Four of the five Rural Development Banks (RDBs), established seven years ago with an aim at extending micro-credit at grassroots level, have technically turned insolvent. Low debt recovery, political interference, overstaffing and absence of loan provision, besides managerial weaknesses, are the major factors attributed to this sorry state of affairs. The fact is that the five RDBs set up in five regional development centres are the replica of the highly successful Grameen Bikas Bank of Bangladesh. The government introduced such banks with a hope to uplift economically backward communities in the rural area, and not to benefit a few who have misused these financial institutions. This is nothing but a major blow to the much-hyped government’s financial sector reform programme that kicked off a decade ago. Had the government introduced effective measures to prevent any financial erosion as this, these banks would have certainly fulfilled their commitments, apart from extending the micro credit to poor farmers.

The financial study conducted by the Nepal Rastra Bank underlines that until the last year’s mid-July, four of the five RDBs had accumulative losses of over 137 million rupees. The eastern regional RDB set up with the total capital of 60 million rupees had eroded 57 million rupees. Similarly, the western regional RDB manipulated its accounts, made possible by weak policies, to project profits. The mid-western and central RDBs had eroded a total of over 25 million rupees by July 2000 due to sheer negligence and irresponsibility. The term period for the management team, which ought to have comprised 8 members each, has had more than 21 members in the board of directors. And commercial banks have refused to lend additional funds for operation as a result of RDBs’ weak financial position. Mismanagement and misuse of resources are the chronic problems that started when politicians began appointing their cronies as chiefs of these banks. What is disturbing is that the trouble did not stop there, rather it worsened after lending loans to those who were near and dear to these politically appointed chiefs. Bank managers even cashed in on legal loopholes to benefit themselves at the expense of the public.

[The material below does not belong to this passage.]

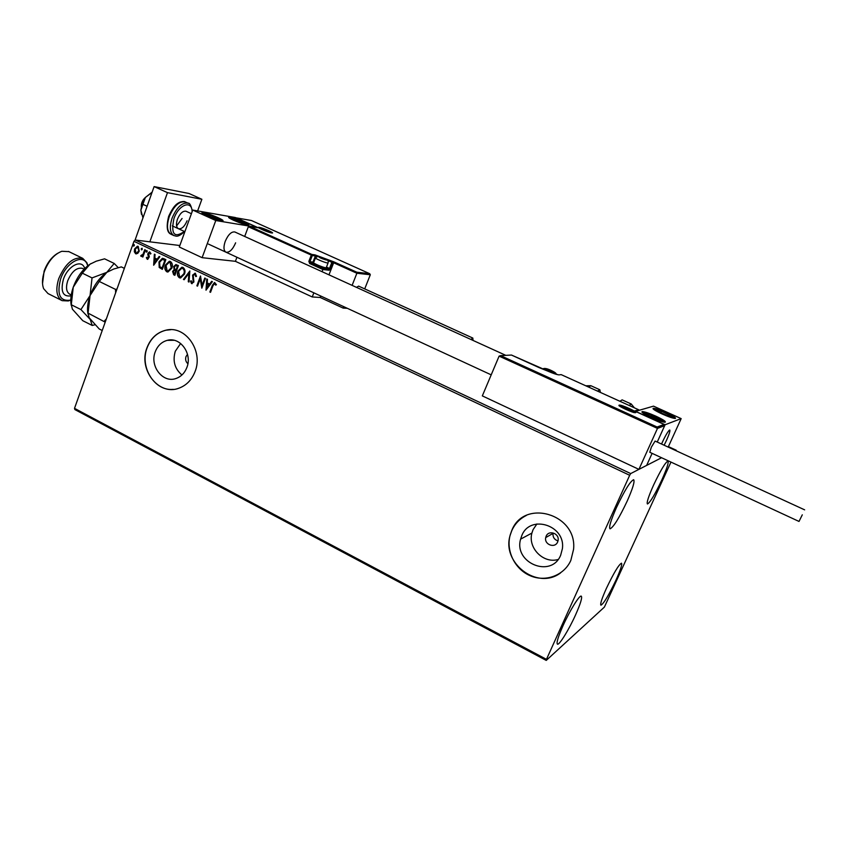 <?xml version="1.0" encoding="UTF-8"?>
<svg xmlns="http://www.w3.org/2000/svg" width="847" height="847" viewBox="0 0 847 847"><rect width="100%" height="100%" fill="white"/><g stroke="black" fill="none" stroke-linecap="round" stroke-linejoin="round"><path stroke-width="1.27" d="M187.505 354.321L186.001 356.576C185.144 359.435 185.779 361.807 187.875 363.702M546.135 536.236L545.722 537.57C544.007 544.6 555.007 548.697 557.644 541.974L558.109 540.375C559.486 533.377 548.665 529.661 546.135 536.236M545.722 537.57L553.017 533.398C552.71 537.167 554.372 539.677 557.993 540.947M155.287 351.706C149.368 366.042 162.952 383.575 176.155 378.44C181.12 376.64 184.688 373.008 186.848 367.545C192.597 353.728 180.189 336.566 167.314 340.335C161.671 341.881 157.658 345.671 155.287 351.706M180.655 343.469L175.308 351.24C172.492 360.896 174.694 368.805 181.936 374.977M521.763 535.685L520.598 539.147C513.557 563.033 551.355 578.543 560.672 555.209L562.387 548.708C565.807 525.161 529.926 513.991 521.763 535.685M536.903 523.954L533.049 529.703L531.905 533.07C527.66 547.882 543.446 563.933 558.099 559.486M511.694 530.72L510.233 534.828C505.712 550.571 514.69 569.131 530.095 575.685C545.436 582.429 564.134 575.568 570.836 560.407L573.578 549.279C577.368 513.737 523.679 498.385 511.694 530.72M526.336 515.452C519.698 518.766 514.849 523.838 511.779 530.667L510.318 534.775C500.969 562.62 537.284 590.698 560.566 572.9M147.018 347.641C137.976 369.631 159.077 396.417 179.257 388.064C186.552 385.247 191.803 379.805 195.001 371.727C203.682 350.923 185.271 324.973 165.843 330.203C156.991 332.426 150.713 338.239 147.018 347.641M170.829 329.695L165.991 330.203C157.14 332.426 150.872 338.239 147.177 347.641C139.395 366.931 154.599 391.462 173.275 389.355M661.751 480.122C654.847 494.69 650.073 502.642 647.436 503.986C646.462 502.747 648.506 496.448 653.566 485.098C660.575 470.339 665.371 462.335 667.955 461.075C668.886 462.441 666.822 468.793 661.751 480.122M575.579 614.869C569.015 629.522 559.306 645.298 557.453 644.175C556.257 642.989 558.12 636.806 563.054 625.637C569.756 610.645 579.517 594.912 581.264 596.14C582.44 597.442 580.544 603.689 575.579 614.869M627.182 501.106C619.168 518.046 613.45 527.289 610.031 528.835C608.707 527.406 610.835 520.344 616.415 507.639C624.567 490.434 630.306 481.128 633.651 479.709C634.943 481.297 632.794 488.433 627.182 501.106M615.97 580.153C608.771 595.25 603.763 603.604 600.925 605.203C600.025 604.155 601.846 598.543 606.388 588.39C613.694 573.08 618.723 564.684 621.497 563.191C622.365 564.346 620.523 569.999 615.97 580.153M179.839 245.514L135.266 240.029L630.697 473.579L629.681 475.283L133.974 241.321L74.515 408.349L546.474 659.347L546.241 660.406L604.387 607.098L670.962 462.091M546.241 660.406L74.885 409.577L74.515 408.349M510.868 355.084L500.588 355.624L657.134 427.026L657.473 428.413L638.913 469.365L646.642 465.405L652.105 453.357L646.642 465.405L661.571 457.74L630.697 473.579M676.224 450.212L668.399 446.613M137.733 253.38L135.605 253.74L134.313 251.76L134.588 248.954L137.405 246.223L138.22 246.413L139.247 251.167L137.733 253.38M145.398 249.96L142.857 257.043L142.222 256.736L142.592 255.699L141.068 256.334L141.248 255.254L142.931 254.418L144.763 249.653L145.398 249.96M147.24 259.267L146.362 257.679L146.955 257.244L147.717 258.42L148.469 257.721L147.907 253.391L149.506 251.877L150.967 253.571L150.364 254.047L149.464 252.83L148.553 253.655L149.316 256.8L147.706 259.373L146.362 257.679M163.905 258.706L165.853 259.637L162.328 269.367L159.194 267.461L158.982 261.935L162.338 258.324L163.905 258.706M178.41 265.566L174.853 275.328L173.656 274.756L172.587 271.421L174.133 269.717L173.709 266.593L175.837 264.582L178.41 265.566M189.844 270.976L188.987 282.062L188.278 281.723L188.923 273.316L184.138 279.754L183.428 279.415L189.844 270.976M204.783 278.038L205.44 278.356L201.819 288.171L200.231 278.822L197.531 286.138L196.875 285.82L200.485 276.006L202.084 285.354L204.783 278.038M212.957 285.788L210.532 292.331L209.865 292.014L212.332 285.375L214.45 282.538L216.409 284.581L215.784 285.174L214.46 283.629L212.957 285.788M629.681 475.283L546.474 659.347M206.001 290.172L206.774 278.981L207.494 279.319L207.208 282.898L209.633 284.041L211.686 281.31L212.406 281.649L206.001 290.172M195.361 273.285L196.493 276.344L195.773 276.588L195.032 274.322L193.232 275.413L193.889 282.009L191.528 283.565L190.49 281.13L191.221 280.77L191.898 282.57L193.222 281.744L192.576 275.084L195.361 273.285M184.466 274.121L180.591 277.985L179.352 277.774C177.341 276.101 176.864 273.867 177.923 271.072L181.84 267.229L183.058 267.472C185.038 269.134 185.514 271.358 184.466 274.121M171.877 268.15L167.981 272.014L166.806 271.792C164.805 270.129 164.329 267.906 165.387 265.122L169.305 261.278L170.469 261.522C172.439 263.173 172.915 265.386 171.877 268.15M153.646 265.227L154.366 254.195L155.065 254.524L154.8 258.049L157.15 259.161L159.13 256.45L159.829 256.779L153.646 265.227M147.177 251.601L146.351 252.152L146.108 251.093L146.933 250.532L147.177 251.601M142.285 249.283L141.46 249.833L141.216 248.774L142.042 248.224L142.285 249.283M134.334 245.514L133.508 246.075L133.275 245.016L134.091 244.465L134.334 245.514M133.974 241.321L135.266 240.029M210.575 292.226L209.865 292.014M210.162 292.024L212.629 285.397L214.842 282.549M215.985 284.984L215.212 284.031M215.509 284.052L214.831 283.681M206.213 289.896L207.06 279.118M211.919 281.416L209.633 284.041M206.827 287.779L209.273 284.941L207.123 284.041L206.827 287.779L208.976 284.92L207.123 284.041M201.935 287.853L200.231 278.822M197.563 286.032L196.875 285.82M197.171 285.841L200.675 276.334M205.048 278.165L202.084 285.354M196.07 276.482L195.032 274.322M192.11 283.681L191.528 283.565M191.824 283.586L190.49 281.13M192.322 282.633L193.222 281.744M193.518 281.765L193.285 280.283M193.592 280.304L192.83 278.928M193.137 278.949L192.576 275.084M192.883 275.116L195.022 273.179M188.997 281.945L188.278 281.723M188.574 281.744L188.923 273.316M184.201 279.669L183.428 279.415M183.735 279.436L189.823 271.241M180.326 277.996L179.352 277.774M179.659 277.795C177.648 276.122 177.171 273.888 178.23 271.104L177.923 271.072M178.23 271.104L182.359 267.26M180.485 276.937L184.117 273.846C184.953 271.633 184.593 269.854 183.016 268.51L182.2 268.319M178.579 271.389L179.691 276.757L180.676 276.927L183.81 273.814C184.657 271.612 184.286 269.833 182.708 268.488L181.692 268.298L178.579 271.389M174.884 275.222L173.963 274.788L172.587 271.421M172.894 271.442L174.133 269.717M174.44 269.748L173.709 266.593M174.016 266.625L176.229 264.603M176.949 265.937L175.678 265.651L174.366 266.9L174.747 269.134L176.07 269.897L177.701 266.286L175.996 265.672M175.678 270.765L174.461 270.5L173.243 271.707L174.567 274.015L176.007 270.924L174.789 270.521M176.007 270.924L175.371 270.733M174.567 274.015L175.7 270.892M177.701 266.286L176.642 265.905M176.07 269.897L177.394 266.265M167.759 272.014L166.806 271.792M167.113 271.813C165.112 270.151 164.646 267.938 165.694 265.153L165.387 265.122M165.694 265.153L169.802 261.31M167.918 270.955L171.539 267.874L170.438 262.559L169.644 262.369M166.033 265.429L167.134 270.775L168.077 270.945L171.232 267.843L170.131 262.528L169.156 262.348L166.033 265.429M162.37 269.261L159.194 267.461M159.511 267.493L158.982 261.935M159.289 261.967L162.846 258.356M162.052 268.065L164.847 260.325L162.338 259.426L159.617 262.242L159.871 266.71L162.359 268.086L165.165 260.357L162.688 259.457M153.879 264.92L154.673 254.344M159.384 256.567L157.15 259.161M154.44 262.866L156.822 260.061L154.715 259.171L154.44 262.866L156.515 260.029L154.715 259.171M147.823 258.409L148.469 257.721M148.786 257.753L148.553 257.001M148.86 257.033L147.717 254.587M148.034 254.619L147.907 253.391M148.214 253.422L149.792 251.908M150.628 253.835L149.697 252.872M146.108 251.093L146.351 252.152M146.425 251.125L146.955 250.553M142.899 256.937L142.222 256.736M142.54 256.768L142.592 255.699M141.385 256.366L140.666 255.858M142.01 255.593L142.931 254.418M143.249 254.449L145.038 249.791M141.756 249.865L141.216 248.774M141.534 248.817L142.063 248.235M136.356 253.92L135.605 253.74M135.922 253.772L134.313 251.76M134.631 251.792L134.588 248.954M134.906 248.986L137.775 246.265M138.23 247.324L137.352 247.165L135.224 249.251L135.912 252.872L136.791 253.02L138.929 250.892L137.669 247.197M138.929 250.892L137.902 247.282M136.791 253.02L138.612 250.86M133.815 246.096L133.275 245.016M133.593 245.058L134.112 244.476M505.807 355.348L234.831 231.972C231.369 231.485 228.161 234.63 225.207 241.395C223.343 247.091 223.608 250.691 226.001 252.205C229.484 252.692 232.692 249.569 235.635 242.824M243.767 222.02C247.79 223.883 249.431 224.953 248.7 225.249C245.937 225.058 240.919 223.417 233.666 220.305C229.653 218.452 228.023 217.383 228.775 217.097C231.559 217.287 236.557 218.928 243.767 222.02M206.996 215.752C214.598 219.013 219.892 220.739 222.867 220.919C223.672 220.612 222.02 219.511 217.923 217.615C210.374 214.376 205.101 212.661 202.094 212.47C201.29 212.766 202.931 213.857 206.996 215.752M215.784 220.527L192.735 210.056L235.307 217.52L257.244 227.409L215.784 220.527L202.115 257.679L235.413 261.321L312.247 296.958L320.166 297.466L343.162 308.107L347.302 308.308M192.735 210.056L179.299 247.006L202.115 257.679M666.515 440.334L664.133 445.215C668.336 436.777 670.21 431.705 669.765 430.011C670.316 430.763 669.236 434.204 666.515 440.334M661.549 444.029L662.354 442.208C665.922 434.68 668.389 430.615 669.765 430.011L669.151 430.34C667.118 432.658 664.588 437.221 661.549 444.029M651.417 417.635C644.091 414.183 641.02 412.161 642.227 411.578C644.578 411.663 649.13 413.198 655.864 416.163C663.201 419.614 666.293 421.647 665.117 422.251C662.767 422.166 658.193 420.631 651.417 417.635M666.303 412.69C659.824 409.842 655.493 408.381 653.291 408.286C652.232 408.836 655.207 410.753 662.238 414.045C668.749 416.904 673.111 418.386 675.303 418.471C676.34 417.899 673.333 415.972 666.303 412.69M681.168 418.619L665.096 424.749L635.578 411.335L653.524 406.147L681.168 418.619L668.188 447.078M665.096 424.749L657.24 442.049L664.704 425.628L657.473 428.413L499.105 356.132L482.324 395.888L638.913 469.365M141.28 206.679C141.216 202.994 142.561 199.956 145.303 197.552M500.588 355.624L499.105 356.132M538.946 367.545L511.461 355.052M657.134 427.026L664.048 424.411L664.704 425.628L663.932 425.279M664.048 424.411L634.774 411.102M634.519 410.986L638.68 409.789L639.294 410.266M328.975 274.841L333.665 262.782L356.883 273.253L356.799 272.205L369.716 273.708L370.308 274.756L356.883 273.253L352.108 285.375M343.734 306.656L343.162 308.107M320.727 296.016L320.166 297.466M370.308 274.756L364.708 288.901M369.62 273.666L251.464 220.527L236.334 217.88L258.271 227.769L249.304 226.265L248.319 226.742L244.688 236.461M236.927 257.266L235.413 261.321M249.653 226.34L311.887 254.46L314.978 254.873L333.602 261.744L329.261 270.246L322.887 269.526L322.051 271.686M313.845 292.829L312.247 296.958M248.319 226.742L312.289 255.54L309.907 261.712L313.009 262.083L315.37 255.953L312.289 255.54L311.887 254.46L311.251 255.18L308.869 261.352L309.663 263.523L322.887 269.526L322.823 268.478L328.869 269.166L325.894 267.821M326.063 259.881L324.274 258.536L318.747 256.842L326.063 259.881M325.904 259.849L324.274 258.536L319.023 257.107M325.163 268.139L324.613 268.255C319.414 266.869 315.92 265.365 314.11 263.766L313.739 262.93M313.57 262.538C312.395 262.994 323.003 267.536 325.735 267.747L326.317 267.483M323.978 259.309L324.274 258.536M320.177 257.753L320.441 257.065M554.15 372.585L551.132 370.584L545.68 368.953L554.15 372.585M553.525 372.521L554.16 372.278L551.132 370.584L545.807 369.123M550.688 371.6L551.132 370.584M546.664 369.716L546.971 369.006M631.82 410.89L628.347 408.625L622.926 407.026L631.82 410.89M631.142 410.816L631.693 410.488L628.347 408.625L623.127 407.269M627.849 409.726L628.347 408.625M623.763 407.725L624.07 407.026M268.764 231.644L267.271 230.448L261.712 228.711L267.44 231.305L269.23 231.591L267.271 230.448L261.723 228.743M266.996 231.157L267.271 230.448M263.269 229.675L263.512 229.018M209.601 214.842L206.181 214.556L212.036 217.34L218.028 219.246L218.462 218.59L209.601 214.842M218.028 219.246L218.462 218.59L212.968 216.038L206.996 214.143L206.509 214.778M212.428 217.499L212.968 216.038M206.721 214.916L206.996 214.143M648.347 413.887L646.473 413.569L648.495 415.464L660.872 420.228L658.786 418.312L648.347 413.887M658.744 419.847L660.872 420.228L658.786 418.312L651.618 414.998L646.473 413.569L647.923 415.136M658.172 419.678L658.786 418.312M650.856 416.692L651.618 414.998M670.824 415.771L661.539 411.293L657.24 410.234L659.972 412.309L667.065 415.454L671.353 416.491L670.824 415.771M669.31 416.205L671.353 416.491L668.558 414.405L661.539 411.293L657.24 410.234L658.765 411.621M660.872 412.764L661.539 411.293M667.944 415.771L668.558 414.405M245.101 223.555L238.367 220.262L232.66 219.066L239.14 222.094L245.101 223.555M243.83 223.576L244.455 223.693L244.052 222.772L238.367 220.262L233.063 218.642L233.359 219.521M237.869 221.596L238.367 220.262M243.756 223.566L244.052 222.772M622.174 399.89L619.866 401.245M597.516 391.102L599.835 389.768L600.428 392.426M802.289 514.828L799.017 521.445L802.289 514.828M804.65 509.852L655.091 441.065L651.354 447.163L649.787 452.277L799.017 521.445M473.039 340.43L472.827 338.059L470.921 339.467M358.641 286.148L356.439 287.345M134.98 240.315L154.112 186.594L188.997 193.487L201.872 199.278L197.626 210.914M149.845 241.829L167.484 192.65L201.872 199.278M154.112 186.594L167.484 192.65M182.073 218.473L176.6 225.937M187.071 220.771C184.561 226.594 181.692 229.251 178.463 228.732C176.218 227.335 175.88 224.18 177.425 219.235C179.956 213.391 182.825 210.734 186.033 211.252L186.181 211.316M142.963 217.891L140.856 210.172L142.137 203.651L145.377 197.457L152.005 192.502M141.46 214.365L140.856 210.172L145.377 197.457L152.142 192.121M143.005 204.381L147.103 206.266M87.739 265.831L87.125 264.158C82.985 253.221 65.875 262.591 60.539 279.245C56.781 294.163 59.788 301.172 69.581 300.272L70.788 299.87M70.788 300.007L68.321 300.95L62.18 300.664C56.527 297.202 55.373 289.875 58.718 278.684C65.431 263.343 73.435 256.556 82.741 258.346L86.892 262.739L87.834 265.746M42.53 283.681L44.118 271.135C47.167 262.898 51.688 256.948 57.67 253.285M68.893 251.633L61.831 251.284C54.25 254.238 48.417 261.003 44.34 271.58C42.106 278.377 41.884 284.084 43.652 288.7L48.014 293.57L61.778 300.463M102.222 330.489L99.247 328.996L89.157 317.773L88.088 313.146L90.057 295.561L99.268 281.448L106.796 272.363L113.614 269.071L121.322 266.89L124.35 268.351M99.268 281.448L115.51 289.388L115.626 292.85M116.981 289.039L115.51 289.388M88.088 313.146L105.197 322.156M106.351 318.917L104.192 321.214M87.993 314.046C86.966 308.763 87.654 302.601 90.057 295.561C93.953 285.174 99.544 277.445 106.796 272.363L108.363 271.421M118.252 267.641L114.186 263.449L106.796 272.363L92.037 277.911L90.057 295.561L80.92 309.568L90.184 319.383L92.228 325.46L94.853 324.772M71.243 305.344C70.248 300.103 70.915 294.068 73.234 287.228C77.088 276.895 82.678 269.219 90.004 264.2L91.127 263.523M92.228 325.46L82.784 320.706L72.387 309.176L71.296 304.751L73.234 287.228L82.328 273.168L90.004 264.2L96.283 261.172L104.583 258.833L114.186 263.449M82.328 273.168L92.037 277.911M71.296 304.751L80.92 309.568M635.652 412.627C633.863 413.452 616.457 405.533 619.21 405.152C621.105 404.39 638.183 412.15 635.652 412.627M634.191 412.468L633.598 412.013M638.68 409.789L561.169 374.628L559.158 374.861C557.093 374.787 553.176 373.485 547.427 370.965L539.105 367.619M511.397 355.009L539.952 367.566M547.48 370.986L539.931 367.545M558.48 374.84L559.158 374.861M560.259 374.734L561.222 374.649M259.32 227.377C263.332 227.959 276.186 233.751 271.654 232.946C267.663 232.385 254.64 226.509 259.32 227.377M333.602 261.744L356.799 272.205M317.329 256.397L315.37 255.953L314.978 254.873M313.877 263.248L313.009 262.083L313.792 262.231M326.476 267.07L329.494 268.446L331.876 262.326L327.641 260.41M313.401 263.163L310.309 262.792L322.823 268.478M332.892 262.676L332.5 261.607L331.876 262.326L332.892 262.676M330.521 268.795L329.494 268.446L329.261 270.246M309.663 263.523L310.309 262.792L308.869 261.352M326.529 260.093C326.349 259.224 323.734 258.039 318.663 256.535C318.821 257.393 321.437 258.579 326.529 260.093M328.16 262.729L327.588 262.983C324.697 262.718 313.538 257.869 315.529 257.742L317.869 256.376M554.7 372.839C556.574 372.754 546.749 368.297 545.277 368.561C543.329 368.614 553.271 373.125 554.7 372.839M632.413 411.155C633.969 410.88 623.561 406.147 622.429 406.613C620.787 406.856 631.311 411.642 632.413 411.155M269.23 231.845C269.335 231.146 266.837 230.013 261.734 228.468C261.607 229.166 264.105 230.289 269.23 231.845M208.796 214.333C198.77 211.072 206.509 216.027 216.25 219.066C226.244 222.295 218.346 217.319 208.796 214.333M646.864 413.05C638.003 410.477 652.317 418.609 660.533 420.779C669.268 423.267 654.911 415.178 646.864 413.05M672.656 416.449C668.474 413.167 651.068 406.751 655.885 410.266C659.972 413.537 677.727 420.07 672.656 416.449M246.879 224.222C246.572 222.846 229.675 216.493 230.596 218.113C230.776 219.447 248.002 225.916 246.879 224.222M629.077 405.427L631.343 404.051M590.952 385.745L588.453 386.994M185.535 202.052L185.239 201.914C179.268 200.94 173.931 205.885 169.241 216.737C166.383 225.905 167.039 231.782 171.221 234.354L173.762 235.53M192.121 211.718C192.036 199.606 178.706 204.434 173.921 218.685C170.745 234.164 174.228 238.42 184.35 231.453M184.561 231.549C176.981 238.621 175.52 235.455 174.048 235.667C169.887 233.105 169.241 227.229 172.11 218.06C176.811 207.187 182.137 202.242 188.098 203.206L188.574 203.439M82.614 268.457L82.371 268.34C76.696 267.26 71.804 271.411 67.707 280.781C65.642 287.62 66.341 292.099 69.793 294.227L71.254 294.947M71.127 295.815C62.953 297.085 60.359 291.622 63.366 279.436C67.771 265.672 82.106 258.589 84.7 268.541M531.905 533.07L520.598 539.147M174.048 340.282L167.314 340.335M641.952 412.193L642.227 411.578M653.058 408.815L653.291 408.286M172.312 225.884L184.868 231.686M491.207 374.85L208.394 244.063M186.033 211.252L191.401 213.698M634.509 412.563L634.467 412.542C633.852 413.304 615.801 404.898 619.422 405.544L619.813 406.158M664.704 424.982L657.558 427.714M634.636 411.028L664.154 424.453M547.448 370.965L558.12 374.787M561.19 374.628L638.786 409.832M251.443 220.506L369.716 273.708M236.186 217.838L251.368 220.495M249.505 226.297L257.922 227.695M271.421 232.883C268.732 232.734 256.387 227.123 258.748 227.642L259.044 228.023M324.856 268.277L326.021 267.768M326.211 267.747L328.064 262.994C329.345 258.811 323.141 258.346 318.313 256.419M313.686 262.496L315.433 257.996M556.172 374.289C556.437 373.516 555.177 372.447 552.413 371.071C547.586 368.604 544.409 367.873 542.874 368.89M633.757 412.373C634.339 411.928 632.688 410.71 628.802 408.72C623.911 406.518 621.137 405.819 620.491 406.634M270.786 232.745C269.981 231.411 266.858 229.95 261.427 228.362M261.13 228.319L259.807 228.457M222.083 220.908C221.448 219.415 216.98 217.203 208.669 214.28C204.572 213.063 202.528 212.766 202.539 213.391M646.473 412.902L642.492 412.722M646.579 412.923C655.917 415.496 666.758 422.335 664.302 422.208M647.436 414.744L646.579 414.194M674.487 418.429L672.984 416.597C668.061 413.029 652.55 407.248 653.609 409.355M658.257 411.24L657.463 410.731M247.927 225.217L247.515 224.593C247.239 222.952 226.615 215.456 229.219 217.975M233.264 219.437L232.66 219.066M622.079 399.848L631.237 403.998L634.403 407.841M599.835 389.768L590.835 385.692L585.785 385.787M472.827 338.059L358.588 286.117M192.354 211.072C191.02 205.355 189.601 202.729 188.098 203.206L185.239 201.914C184.625 201.279 182.867 201.364 179.956 202.168C177.679 203.407 174.101 204.402 168.669 216.345M170.734 234.111C166.901 232.3 166.203 226.393 168.648 216.398M87.125 264.158L86.892 262.739M68.48 251.432L82.741 258.346M83.038 268.658L84.086 269.166M69.581 300.272L68.321 300.95"/></g></svg>

The financial insolvency of RDBs has come to light a year after the KPMG report declared the two state owned banks - the Nepal Banijya Bank and Nepal Bank Limited -"technically insovent". This has undoubtedly given us a insight, that is all too revealing, into how things work at state-run financial institutions. Neither can the public nor the private sector management work so long as there is an absence of effective mechanism and legal enforcement committee to check financial irregularities. The government has no option but to upgrade the regulatory mechanism, to make these banks free from political interference and to run them with competent staff with better loan provisions to ensure high debt recovery and efficiency in management.